## [Exercise material]

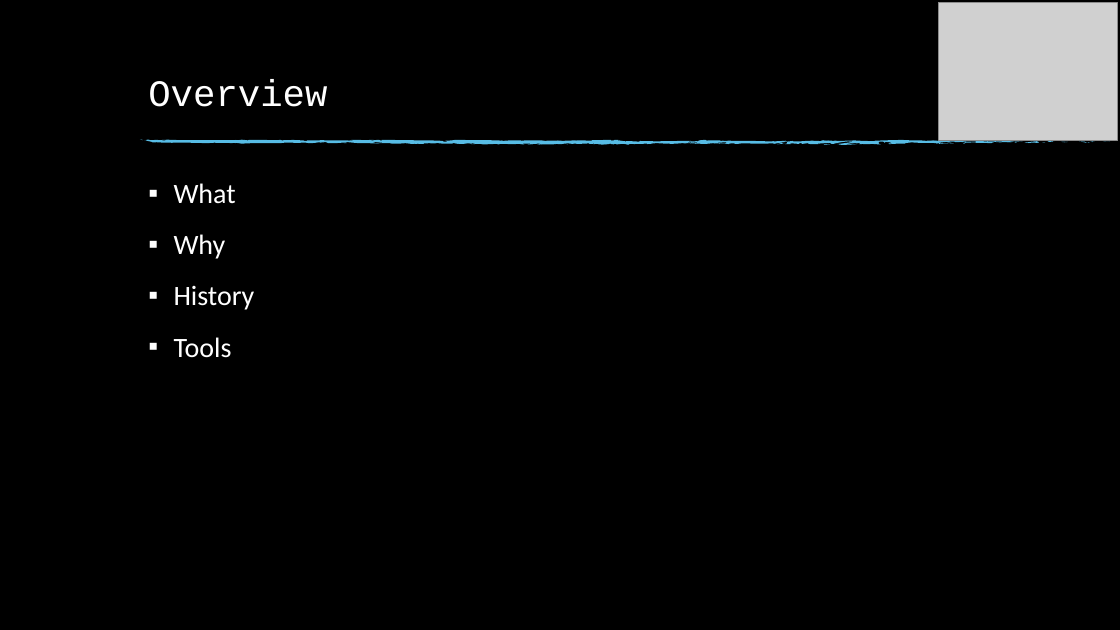
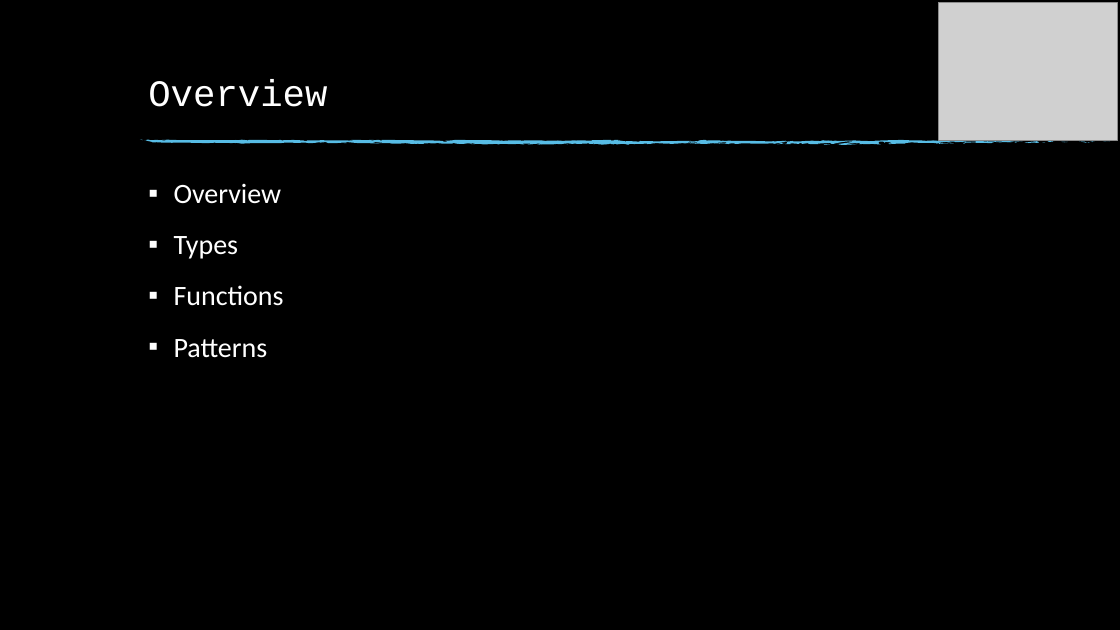
Before and after one commit to anuragjaiswal/haskell-ppt, a slide deck: slide 2 of Haskell.pptx. Drawn at 1120x630 pixels with LibreOffice and Linux fonts; fonts in the diff are those of the drawing; grey boxes stand for pictures; background and template pictures are left out. Boxes give left, top, right and bottom in pixels: in the first picture for what was removed or moved away, otherwise in the second. Text is boxed around its words. In the diff, an @@ line names an element or a change of style, - is before the commit and + after.

```diff
--- a/Haskell.pptx
+++ b/Haskell.pptx
@@ text at bbox=[174, 184, 284, 358]: text changed @@
-▪ What
-▪ Why
-▪ History
-▪ Tools
+▪ Overview
+▪ Types
+▪ Functions
+▪ Patterns
```
Also in this commit, not shown: 7 other slides changed, 11 slides added, 2 slides removed.

## [Work order]
Output the listing exactly, pictures excluded.

## [Response]
Before and after one commit to anuragjaiswal/haskell-ppt, a slide deck: slide 2 of Haskell.pptx. Drawn at 1120x630 pixels with LibreOffice and Linux fonts; fonts in the diff are those of the drawing; grey boxes stand for pictures; background and template pictures are left out. Boxes give left, top, right and bottom in pixels: in the first picture for what was removed or moved away, otherwise in the second. Text is boxed around its words. In the diff, an @@ line names an element or a change of style, - is before the commit and + after.

```diff
--- a/Haskell.pptx
+++ b/Haskell.pptx
@@ text at bbox=[174, 184, 284, 358]: text changed @@
-▪ What
-▪ Why
-▪ History
-▪ Tools
+▪ Overview
+▪ Types
+▪ Functions
+▪ Patterns
```
Also in this commit, not shown: 7 other slides changed, 11 slides added, 2 slides removed.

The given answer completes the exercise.